The Truth About Bankruptcy Fraud

February 10, 2020

By Scott Mataya

Bankruptcy is a legal proceeding involving a person or business that is unable to repay outstanding debts. The bankruptcy process generally begins with the debtor filing a petition. On rare occasions, however, it can begin with a petition filed on behalf of the creditors. There are several types of bankruptcies that a business or individual can file, ranging from Chapter 7, the liquidation of assets; Chapter 11, the company or individual reorganizes; and Chapter 13, which involves debt repayment with lower debt covenants. Bankruptcy filings can vary among states, and depending on the type and nature of the case, the court may appoint a trustee.

As of the petition-filing date, the debtor’s assets are measured and evaluated in order to repay a portion of the debtor’s outstanding debt. While bankruptcy is intended to provide temporary relief for a debtor while they formulate a plan to repay creditors, it can also provide a dishonest debtor the opportunity to defraud others. Bankruptcy fraud is growing by both businesses and individuals and can manifest itself in many different forms.
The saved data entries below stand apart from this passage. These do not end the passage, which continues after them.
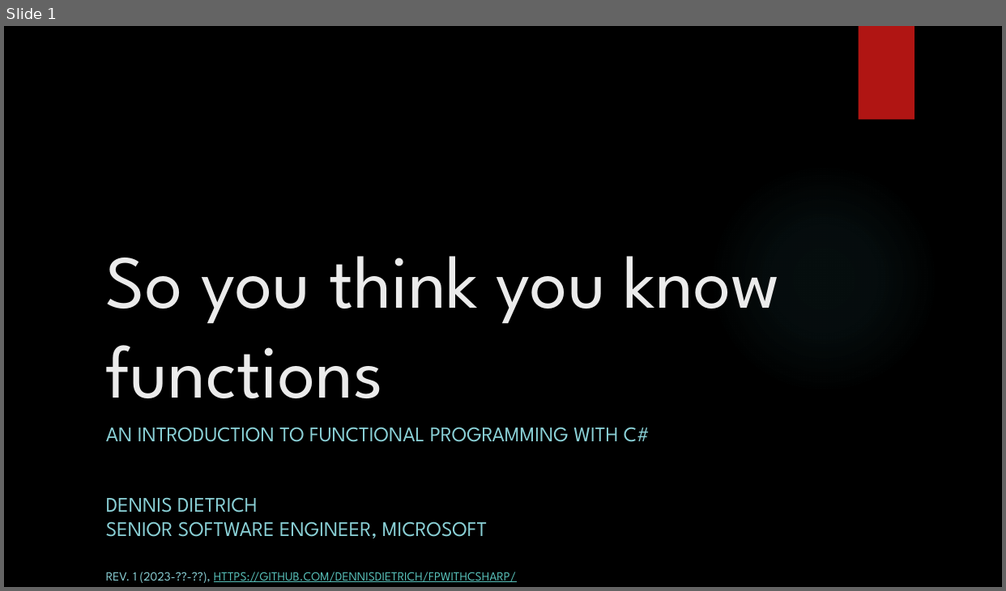
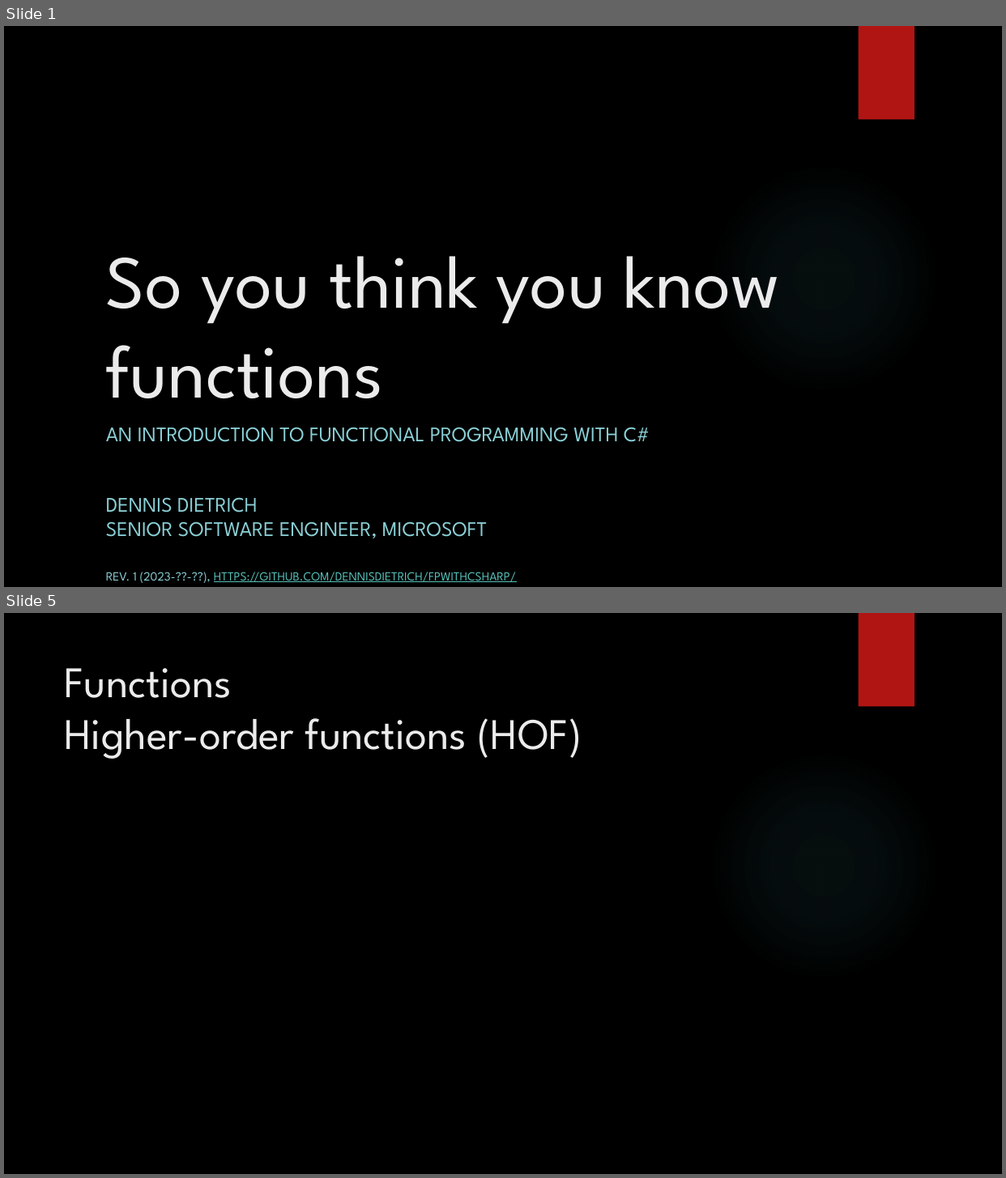
Before and after one commit to dennisdietrich/FpWithCSharp, a slide deck: doc/Introduction to FP with C#.pptx. Shown one above the other, each under a label of ours: slide 1 before the commit, slides 1 and 5 after it; the slides between them are not shown. The pictures are 1006x591 and 1006x1178 pixels, drawn with LibreOffice and Linux fonts; fonts in the diff are those of the drawing; background and template pictures are left out. Boxes give left, top, right and bottom in pixels: in the first picture for what was removed or moved away, otherwise in the second. Text is boxed around its words. In the diff, an @@ line names an element or a change of style, - is before the commit and + after.

```diff
--- a/doc/Introduction to FP with C#.pptx
+++ b/doc/Introduction to FP with C#.pptx
@@ slide 5 added at (4, 613, 1002, 1174), background picture (left out); not listed: 2 template elements that a slide beside it also shows @@
@@ title added at (65, 668, 582, 759), 42 pt, text #EBEBEB @@
+Functions
+Higher-order functions (HOF)
```
Also in this commit, not shown: 18 other slides added.
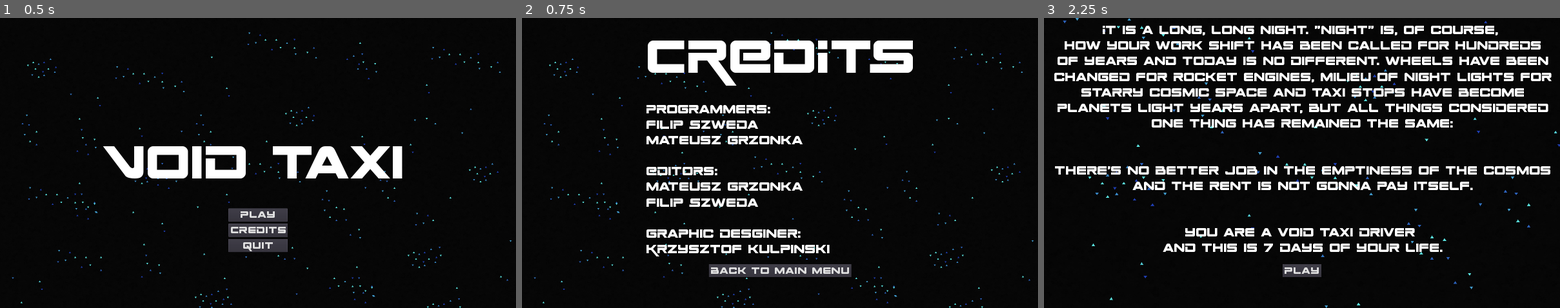
Above: before the commit, frames 1-3 (left to right).
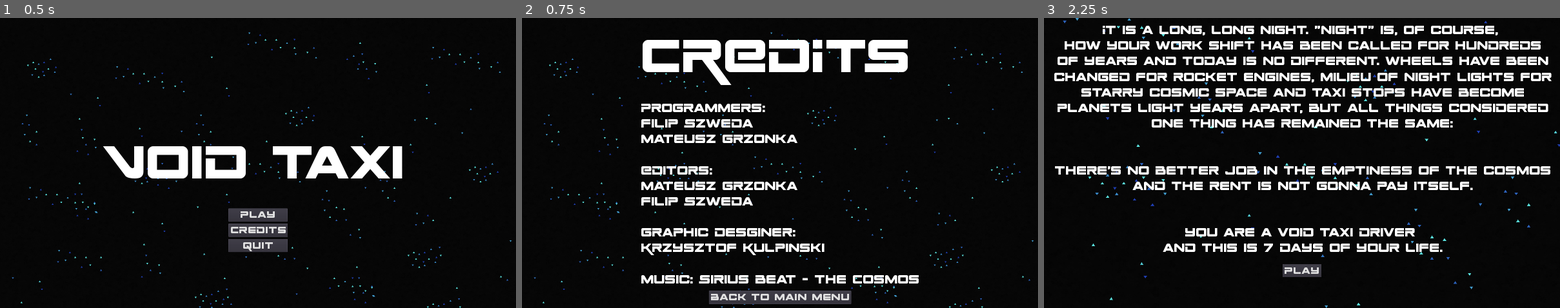
Above: after the commit, the same moments.

Repository: game-jam-team-gut/void-taxi
Game: Godot game, scene res://MainMenu.tscn
Same seed, same stepped clock (60 frames per second), same inputs: the game is played once before the commit and once after it.
Inputs:
- Up to frame 1 (0.5 s): no input
- Up to frame 2 (0.75 s): click "Credits" at 0.5 s
- Up to frame 3 (2.25 s): click "Back to Main Menu" at 1.25 s; click "Play" at 2 s

Frame 1 is identical in both runs. In frame 2, 10% of the frame differs, in the area x 23-77%, y 7-99%; in frame 3, nothing differs.

Commit message:
Music theme

Diff:
--- a/Credits.tscn
+++ b/Credits.tscn
@@ -39,7 +39,7 @@
 }
 
 [node name="Label" type="Label" parent="VBoxContainer"]
-margin_right = 1021.0
+margin_right = 1167.0
 margin_bottom = 213.0
 custom_fonts/font = SubResource( 1 )
 custom_colors/font_color = Color( 1, 1, 1, 1 )
@@ -47,7 +47,7 @@
 
 [node name="MarginContainer" type="MarginContainer" parent="VBoxContainer"]
 margin_top = 217.0
-margin_right = 1021.0
+margin_right = 1167.0
 margin_bottom = 267.0
 custom_constants/margin_top = 50
 __meta__ = {
@@ -56,8 +56,8 @@
 
 [node name="Label2" type="Label" parent="VBoxContainer"]
 margin_top = 271.0
-margin_right = 1021.0
-margin_bottom = 838.0
+margin_right = 1167.0
+margin_bottom = 952.0
 custom_fonts/font = SubResource( 2 )
 text = "Programmers:
 Filip Szweda
@@ -68,14 +68,16 @@
 Filip Szweda
 
 Graphic desginer:
-Krzysztof kulpinski"
+Krzysztof Kulpinski
+
+Music: Sirius Beat - The Cosmos"
 __meta__ = {
 "_edit_use_anchors_": false
 }
 
 [node name="VBoxContainer2" type="VBoxContainer" parent="."]
 margin_left = 960.0
-margin_top = 1840.0
+margin_top = 2040.0
 margin_right = 960.0
 margin_bottom = 40.0
 grow_horizontal = 2
@@ -85,8 +87,6 @@
 }
 
 [node name="Button" type="Button" parent="VBoxContainer2"]
-margin_right = 514.0
-margin_bottom = 49.0
 custom_fonts/font = SubResource( 3 )
 custom_colors/font_color_disabled = Color( 1, 1, 1, 1 )
 text = "Back to Main Menu"
--- a/Void.tscn
+++ b/Void.tscn
@@ -1,8 +1,9 @@
-[gd_scene load_steps=6 format=2]
+[gd_scene load_steps=7 format=2]
 
 [ext_resource path="res://Void/Taxi.tscn" type="PackedScene" id=1]
 [ext_resource path="res://Void/PlanetSystem.tscn" type="PackedScene" id=2]
 [ext_resource path="res://Void/testbg.png" type="Texture" id=3]
+[ext_resource path="res://Void/theme.ogg" type="AudioStream" id=4]
 [ext_resource path="res://Void/PassengersDestinationsAssigner.gd" type="Script" id=7]
 [ext_resource path="res://Void/AsteroidSpawner.gd" type="Script" id=10]
 
@@ -42,6 +43,11 @@
 
 [node name="Taxi" parent="." instance=ExtResource( 1 )]
 position = Vector2( 693.649, -1202.72 )
+
+[node name="AudioStreamPlayer" type="AudioStreamPlayer" parent="."]
+stream = ExtResource( 4 )
+volume_db = -10.0
+autoplay = true
 [connection signal="timeout" from="AsteroidSpawner/SpawnTimer" to="AsteroidSpawner" method="_on_SpawnTimer_timeout"]
 [connection signal="timeout" from="AsteroidSpawner/AsteroidCountIncrease" to="AsteroidSpawner" method="_on_AsteroidCountIncrease_timeout"]
 [connection signal="destination_set" from="PassengersDestinationsAssigner" to="Taxi" method="_on_PassengersDestinationsAssigner_destination_set"]
Not shown: 1 places in Void/Taxi.tscn that only renumber resources
Not shown, added: Void/theme.ogg.import
Not shown, added: Void/theme.ogg
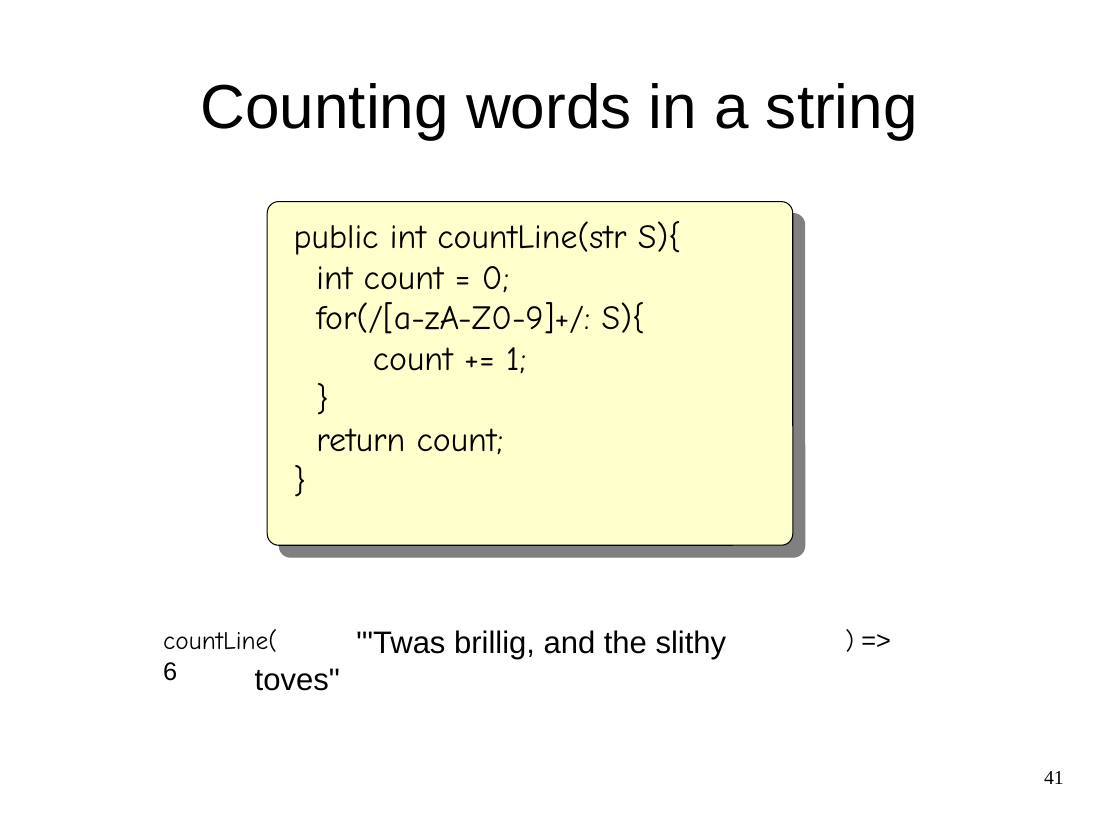
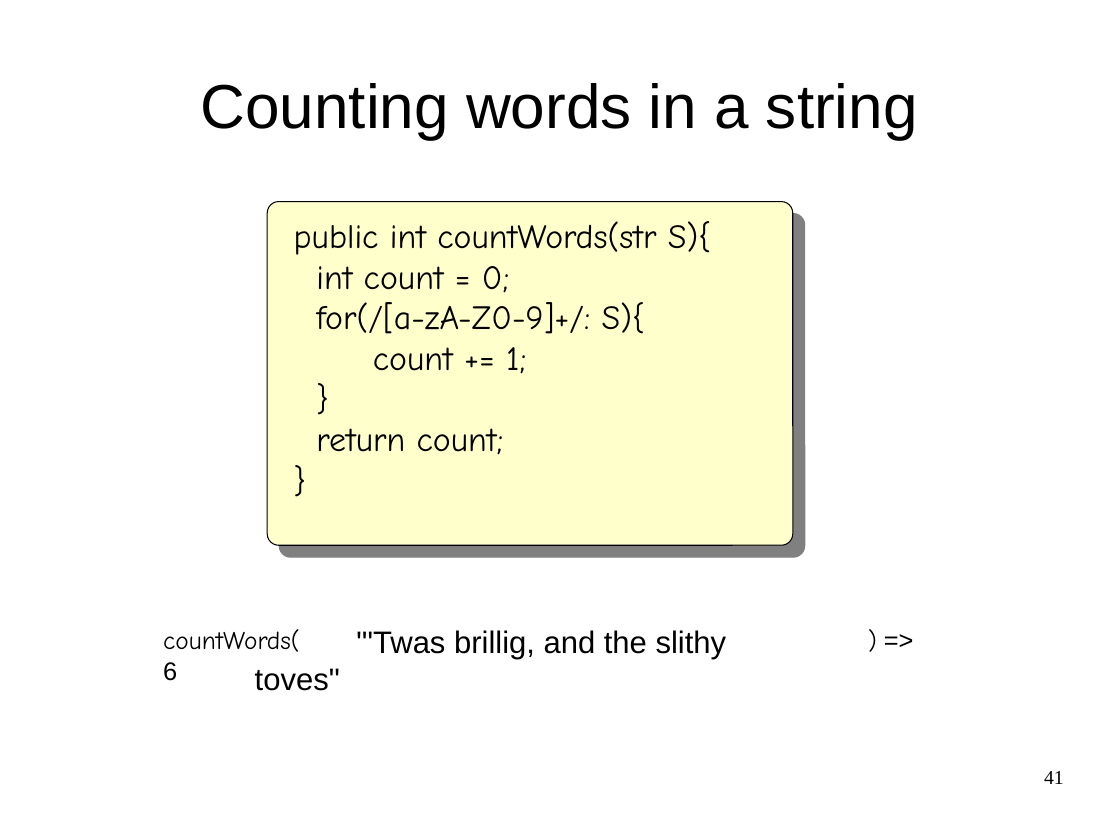
Before and after one commit to cwi-swat/meta-environment, a slide deck: slide 41 of meta-doc/analysis/rascal-slides/rascal-slides.odp. Drawn at 1120x840 pixels with LibreOffice and Linux fonts; fonts in the diff are those of the drawing; background and template pictures are left out. Boxes give left, top, right and bottom in pixels: in the first picture for what was removed or moved away, otherwise in the second. Text is boxed around its words. In the diff, an @@ line names an element or a change of style, - is before the commit and + after.

```diff
--- a/meta-doc/analysis/rascal-slides/rascal-slides.odp
+++ b/meta-doc/analysis/rascal-slides/rascal-slides.odp
@@ text at bbox=[294, 221, 711, 255]: text changed @@
-public int countLine(str S){
+public int countWords(str S){
@@ text at bbox=[163, 629, 299, 681]: text changed @@
-countLine( ) => 6
+countWords( ) => 6
```
Also in this commit, not shown: 9 other slides changed.
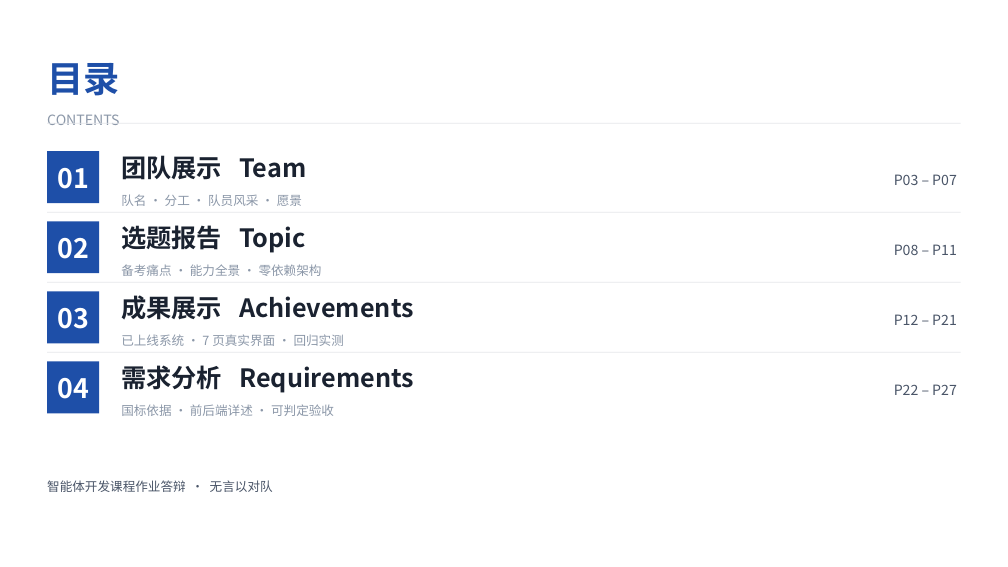
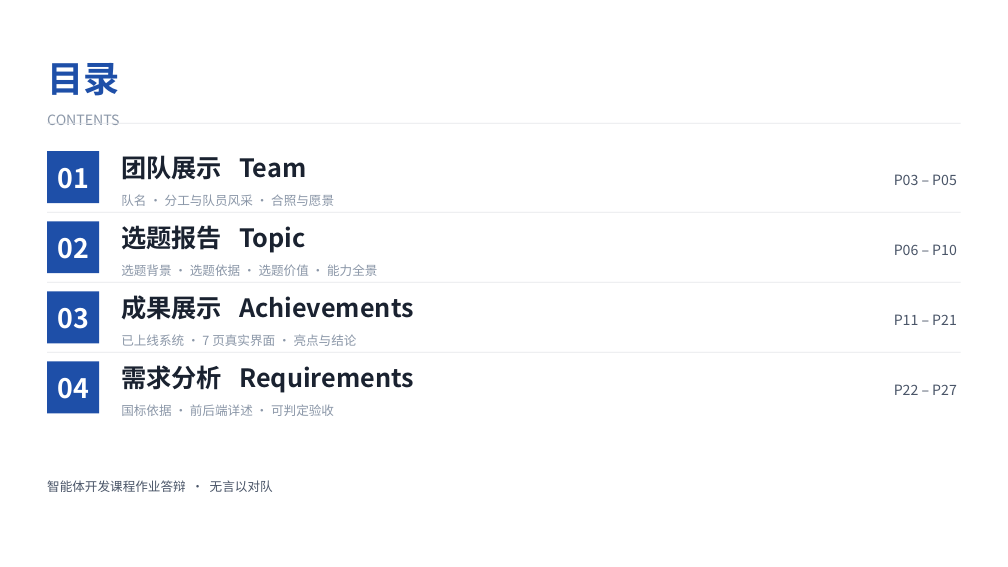
Before and after one commit to kecit33/ai-agent-study, a slide deck: slide 2 of docs/AI校园学习陪伴助手_团队展示与需求分析.pptx. Drawn at 1008x567 pixels with LibreOffice and Linux fonts; fonts in the diff are those of the drawing. Boxes give left, top, right and bottom in pixels: in the first picture for what was removed or moved away, otherwise in the second. Text is boxed around its words. In the diff, an @@ line names an element or a change of style, - is before the commit and + after.

```diff
--- a/docs/AI校园学习陪伴助手_团队展示与需求分析.pptx
+++ b/docs/AI校园学习陪伴助手_团队展示与需求分析.pptx
@@ text at [894, 174, 957, 185]: text changed @@
-P03 – P07
+P03 – P05
@@ text at [121, 194, 334, 206]: text changed @@
-队名 · 分工 · 队员风采 · 愿景
+队名 · 分工与队员风采 · 合照与愿景
@@ text at [121, 264, 377, 276]: text changed @@
-备考痛点 · 能力全景 · 零依赖架构
+选题背景 · 选题依据 · 选题价值 · 能力全景
@@ text at [894, 244, 957, 255]: text changed @@
-P08 – P11
+P06 – P10
@@ text at [894, 314, 957, 325]: text changed @@
-P12 – P21
+P11 – P21
@@ text at [121, 334, 357, 346]: text changed @@
-已上线系统 · 7 页真实界面 · 回归实测
+已上线系统 · 7 页真实界面 · 亮点与结论
```
Also in this commit, not shown: 18 other slides changed, 3 slides added, 3 slides removed, 28 other files.

The common forms of bankruptcy fraud include:

  • Concealment of assets
  • Undervaluing assets
  • Credit card fraud
  • False incomplete form (making of false oaths or statements)
  • Bribery
  • Filing multiple times (in multiple states)
  • Pre-payment of debts (creditor preference)

While there are many different ways a dishonest debtor can commit fraud during the bankruptcy process, here are a few of the most common.

Concealment of Assets

The concealment of assets is the most common form of bankruptcy fraud that occurs in the U.S. When filing for bankruptcy, the petitioner’s assets must be listed in Schedule A of the bankruptcy petition. Debtors often list small assets, such as household goods, in a generalized manner and assign an overall value. However, this method does not work for large assets, such as a house or a vehicle. In the past, it was common for individuals to sell assets to close family and friends for a nominal value, only to purchase them back post-bankruptcy. This technique rarely works in present-day bankruptcy proceedings, because appointed trustees have the time and resources to review each transaction in question to determine its legitimacy. This involves confirming transactions are at arm’s length and near market value. In addition, the timing of such transactions are taken into consideration, as the majority take place shortly before the debtor files for bankruptcy.

Undervaluing Assets

The undervaluing of assets is easier to defend than allegations of concealment of assets, especially when the debtor has sufficient evidence to support claims and asset amounts listed in Schedule A of the bankruptcy petition. One example is in valuing the debtor’s primary residence. Depending on the source used to determine the fair value of the house, whether it is the local tax assessor’s website or another similar source, the house would not be exempt under the applicable law. In the event that an IRS Quick Sale Value tool or home investor offers are used, an assigned fair market value of between 60% and 80% will be assigned to assets. This acts as a means to discount the house to consider the quick-sale nature of the property. The buyer would bear all of the risks of making the necessary repairs and improvements to the property. The most common way to justify the value of a property listed in Schedule A is a written offer from a home investor that is no older than 90 days.

Credit Card Fraud

Credit card fraud is a method used by debtors in an attempt to purchase goods on credit prior to filing for bankruptcy in which the debtor willfully and fraudulently purchased these items with no intentions to ever pay them back. In the event that the creditor is able to provide evidence that they were intentionally defrauded by the debtor, the court may rule that this particular debt will not be discharged during the bankruptcy proceedings. The common red flag for credit card fraud is when a person makes significant credit card charges close to the time of the bankruptcy filing. The higher the amount and the more recent the credit card charges, the higher the likelihood that a creditor will allege fraud.

Consequences

The consequences for committing bankruptcy fraud are quite severe, ranging from denial of a bankruptcy discharge to prosecution for a federal felony. Even inadvertent mistakes made when filing for bankruptcy may lead creditors or the bankruptcy trustee to allege fraud. This could lead to a prolonging of the bankruptcy process, making things increasingly stressful, complicated and costly. In addition, bankruptcy fraud prosecuted as a felony offense is punishable up to five years in prison and up to $250,000 in fines.
In bankruptcy proceedings, honesty is the best policy. Whenever dealing with the government or financial institutions, honesty and transparency are critical. Most people who file for bankruptcy are honest. However, opportunistic creditors may take advantage of any misstep during the bankruptcy filing process and claim it shows an intentional effort to abuse the system. Raising questions regarding the debtor’s integrity may lead to unfavorable rulings against the debtor and in favor of the creditors during the bankruptcy proceedings. In addition to unfavorable rulings in the court proceedings, questions regarding the debtor’s integrity may bring about fraud accusations that can result in criminal penalties as indicated above.